Dec 31, 2008
Doubt
Spoiler alert: this breakdown divulges information about the plot of the film.
Drama is a story structure based on exploring a difficult moral issue in depth. It puts more emphasis on moral argument – concerning the right and wrong way to live – than any other genre, which is both a blessing a curse. In the Great Screenwriting and Advanced Screenwriting Classes, I explain in detail how to express moral argument through the story structure, instead of presenting it in dialogue like a sermon. When moral argument is done through structure it has tremendous impact on the audience, not because it tells them how to live but because it shows them, in deeply personal terms, the effects that moral decisions have on our lives.
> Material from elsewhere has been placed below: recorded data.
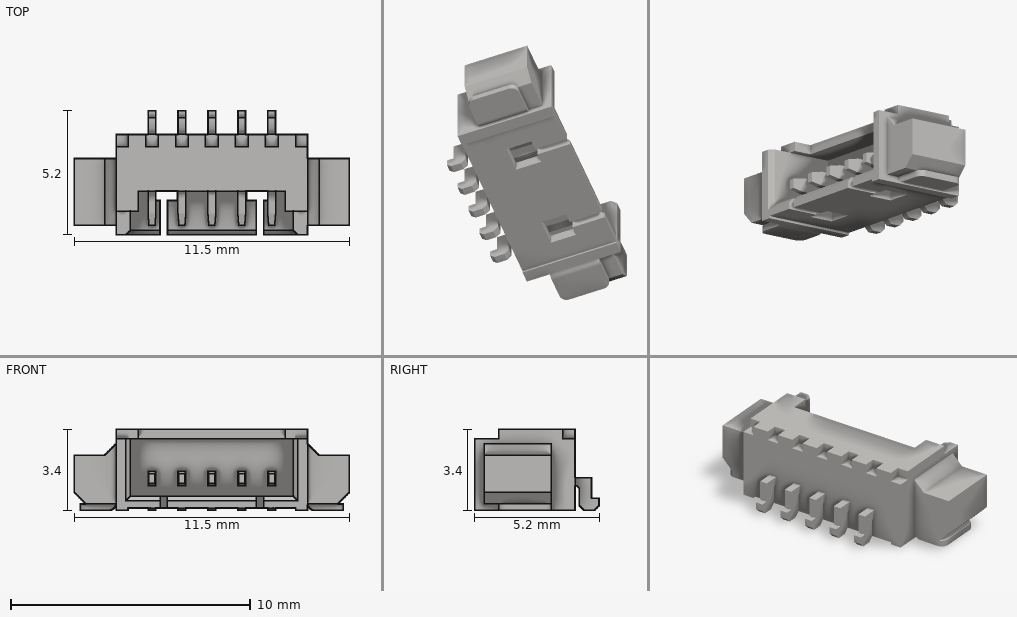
import cadquery as cq
import math


housing_width = 8.0
housing_depth = 4.2
housing_height = 3.4
tail_reach = 1.0
overall_depth = housing_depth + tail_reach
y_front = -overall_depth / 2
y_back = y_front + housing_depth
half_width = housing_width / 2

lid_thickness = 0.4
lid_underside = housing_height - lid_thickness
lid_setback = 1.0
lid_recess_width = 6.14
lid_recess_depth = 1.83

cavity_width = 6.8
cavity_depth = 3.0
cavity_floor = 0.6
mouth_chamfer = 0.2

foot_width = 0.5
foot_height = 0.1

slot_spacing = 4.02
slot_width = 0.3
window_width = 1.12
window_front = 1.45
window_length = window_width

notch_depth = 0.52
pin_notch_width = 0.53
corner_notch_width = 0.5

pin_count = 5
pin_pitch = 1.25
pin_width = 0.33
pin_bottom = 1.03
pin_height = 0.6
pin_tip_setback = 0.4
pin_taper_length = 0.5
pin_tip_width = 0.25
pin_tip_height = 0.4
tail_top = 1.37
tail_inner_gap = 0.17
tail_outer = 0.69
tail_foot_height = 0.51
tail_foot_chamfer = 0.2
tail_inner_chamfer = 0.1

wing_reach = 5.75
wing_front = 0.4
wing_back = 3.2
wing_bottom = 0.27
wing_top = 2.31
wing_gusset = 0.48
wing_bevel = 0.49
tab_reach = 5.5
tab_front = 1.0
tab_radius = 0.32
tab_bend_radius = 0.3


def block(x_min, x_max, y_min, y_max, z_min, z_max):
    """Axis-aligned box given by its limits."""
    size = (x_max - x_min, y_max - y_min, z_max - z_min)
    return cq.Workplane("XY").box(*size, centered=False).translate((x_min, y_min, z_min))


def centred_block(x_centre, width, y_min, y_max, z_min, z_max):
    """Axis-aligned box of a given width about x_centre."""
    return block(x_centre - width / 2, x_centre + width / 2, y_min, y_max, z_min, z_max)


def extrude_xz(profile, y_min, y_max):
    """Extrude a closed XZ outline from y_min to y_max."""
    return profile.extrude(-(y_max - y_min)).translate((0, y_min, 0))


def make_cavity():
    """Mating cavity, widened at the mouth along its sides and floor."""
    cavity = centred_block(0, cavity_width, y_front, y_front + cavity_depth, cavity_floor, lid_underside)
    mouth_height = lid_underside - cavity_floor
    mouth_middle = (lid_underside + cavity_floor) / 2
    mouth = (
        cq.Workplane("XZ", origin=(0, y_front, 0))
        .center(0, mouth_middle - mouth_chamfer / 2)
        .rect(cavity_width + 2 * mouth_chamfer, mouth_height + mouth_chamfer)
        .workplane(offset=-mouth_chamfer)
        .center(0, mouth_chamfer / 2)
        .rect(cavity_width, mouth_height)
        .loft(ruled=True)
    )
    return cavity.union(mouth)


def make_keying_slot(x_centre):
    """Narrow slot from the front edge of the floor into a square window."""
    y_window = y_front + window_front
    slot = centred_block(x_centre, slot_width, y_front, y_window, 0, cavity_floor)
    window = centred_block(x_centre, window_width, y_window, y_window + window_length, 0, cavity_floor)
    return slot.union(window)


def make_housing(pin_positions):
    housing = centred_block(0, housing_width, y_front, y_back, 0, housing_height)
    housing = housing.cut(make_cavity())

    housing = housing.cut(
        centred_block(0, housing_width, y_front, y_front + lid_setback, lid_underside, housing_height)
    )
    housing = housing.cut(
        centred_block(0, lid_recess_width, y_front, y_front + lid_recess_depth, lid_underside, housing_height)
    )

    relief_width = housing_width - 2 * foot_width
    housing = housing.cut(centred_block(0, relief_width, y_front, y_back, 0, foot_height))

    for side in (-1, 1):
        housing = housing.cut(make_keying_slot(side * slot_spacing / 2))

    notches = [(x, pin_notch_width) for x in pin_positions]
    corner_x = half_width - corner_notch_width / 2
    notches += [(-corner_x, corner_notch_width), (corner_x, corner_notch_width)]
    for x, width in notches:
        housing = housing.cut(
            centred_block(x, width, y_back - notch_depth, y_back, lid_underside, housing_height)
        )
    return housing


def make_pin(x_centre):
    """Flat contact with a tapered tip, and a bent solder tail behind the housing."""
    y_tip = y_front + pin_tip_setback
    y_shoulder = y_tip + pin_taper_length
    y_root = (y_front + cavity_depth + y_back) / 2
    blade = centred_block(x_centre, pin_width, y_shoulder, y_root, pin_bottom, pin_bottom + pin_height)
    tip = (
        cq.Workplane("XZ", origin=(x_centre, y_tip, pin_bottom + pin_height / 2))
        .rect(pin_tip_width, pin_tip_height)
        .workplane(offset=-pin_taper_length)
        .rect(pin_width, pin_height)
        .loft(ruled=True)
    )

    y_inner = y_back + tail_inner_gap
    y_outer = y_back + tail_outer
    y_end = y_back + tail_reach
    tail = (
        cq.Workplane("YZ")
        .moveTo(y_root, pin_bottom)
        .lineTo(y_inner - tail_inner_chamfer, pin_bottom)
        .lineTo(y_inner, pin_bottom - tail_inner_chamfer)
        .lineTo(y_inner, tail_foot_chamfer)
        .lineTo(y_inner + tail_foot_chamfer, 0)
        .lineTo(y_end - tail_foot_chamfer, 0)
        .lineTo(y_end, tail_foot_chamfer)
        .lineTo(y_end, tail_foot_height)
        .lineTo(y_outer, tail_foot_height)
        .lineTo(y_outer, tail_top)
        .lineTo(y_root, tail_top)
        .close()
        .extrude(pin_width)
        .translate((x_centre - pin_width / 2, 0, 0))
    )
    return blade.union(tip).union(tail)


def make_wing():
    """Wing on the +X side with its solder tab underneath."""
    outline = (
        cq.Workplane("XZ")
        .moveTo(half_width, wing_bottom)
        .lineTo(wing_reach - wing_bevel, wing_bottom)
        .lineTo(wing_reach, wing_bottom + wing_bevel)
        .lineTo(wing_reach, wing_top)
        .lineTo(half_width + wing_gusset, wing_top)
        .lineTo(half_width, wing_top + wing_gusset)
        .close()
    )
    wing = extrude_xz(outline, y_front + wing_front, y_front + wing_back)

    arc_middle = tab_bend_radius * (1 - math.sqrt(0.5))
    tab_outline = (
        cq.Workplane("XZ")
        .moveTo(half_width + tab_bend_radius, 0)
        .lineTo(tab_reach, 0)
        .lineTo(tab_reach, wing_bottom)
        .lineTo(half_width + tab_bend_radius, wing_bottom)
        .lineTo(half_width, tab_bend_radius)
        .threePointArc((half_width + arc_middle, arc_middle), (half_width + tab_bend_radius, 0))
        .close()
    )
    tab = extrude_xz(tab_outline, y_front + tab_front, y_front + wing_back)
    tab = tab.edges("|Z and >X").fillet(tab_radius)
    return wing.union(tab)


first_pin_x = -pin_pitch * (pin_count - 1) / 2
pin_positions = [first_pin_x + i * pin_pitch for i in range(pin_count)]

result = make_housing(pin_positions)
for pin_x in pin_positions:
    result = result.union(make_pin(pin_x))

right_wing = make_wing()
result = result.union(right_wing).union(right_wing.mirror("YZ"))

Doubt, by John Patrick Shanley, is a classic drama, and it shows clearly the strengths and limitations of the drama form. Because of the form’s emphasis on moral argument, the best drama tries to cut the particular issue as close to 51-49 as it can. And Shanley does this quite well. Sister Aloysius is a hard, bigoted, rule-bound woman who accuses another human being of a heinous crime based on no evidence but a feeling. But she is probably right. Father Flynn is a compassionate, gentle and decent man who wants to bring fun and community to the school. But he may be molesting boys. The boy whom the priest is accused of molesting is the first black child at the school. And Father Flynn is his only friend.
This balance and complexity is Doubt’s great strength and allows Shanley to create two powerful scenes between the nun and the priest that have the quality of a heavyweight fight. But Doubt’s great failure – and it is the most serious mistake a drama can make – is that the
story is nothing but moral argument. Drama must always be a story first, and that means plot and character development.
Plot and character development are the scaffolding on which moral argument must stand. Plot is based on surprise. It’s what delights us. It’s the game that seduces the audience into facing the pain the drama ultimately causes its characters and all who watch them. Character development is what makes the audience care about the people going through the struggle. It’s what makes the emotional connection.
Doubt has virtually no plot or character development. We see four characters dealing with a crisis that Sister Aloysius has brought to a head. Almost the entire story is played out in the two big scenes between the priest and the nun. Since the film has no plot or character development, it creates little emotional connection with the audience, so the argument remains intellectual and the mechanics of the drama come to the surface.
Without an emotional connection, everything in the film boils down to the quality of the moral accounting, and in this the drama fails. Sister Aloysius uses trickery to force the priest out, but this trickery is not unreasonable or extreme. And it indicates that the priest was probably guilty. So the film ends up supporting not so much her method of attack but her original certainty that he is guilty, even though it is based on nothing but a feeling. This is highly suspect.
Shanley seems to realize his moral accounting is skewed. So he has the nun experience an emotional breakdown in the final scene, in which she cries out that she has “such doubts.” But this moment is both intellectually unbelievable and emotionally phony. Try as hard as she can, Meryl Streep can’t bring it off. And if Meryl Streep can’t bring it off, there’s a good chance the problem is in the script. The result for the audience is a huge letdown. Because the nun’s final breakdown and confession of doubt is unbelievable, it doesn’t correct the imbalance of the moral argument.
Screenwriters who wish to write drama can learn much from this film, especially from its complexity and its hard-hitting dialogue. But most of all we can learn that even drama is a story first, and the old foundations of plot and character development are the keys to greatness.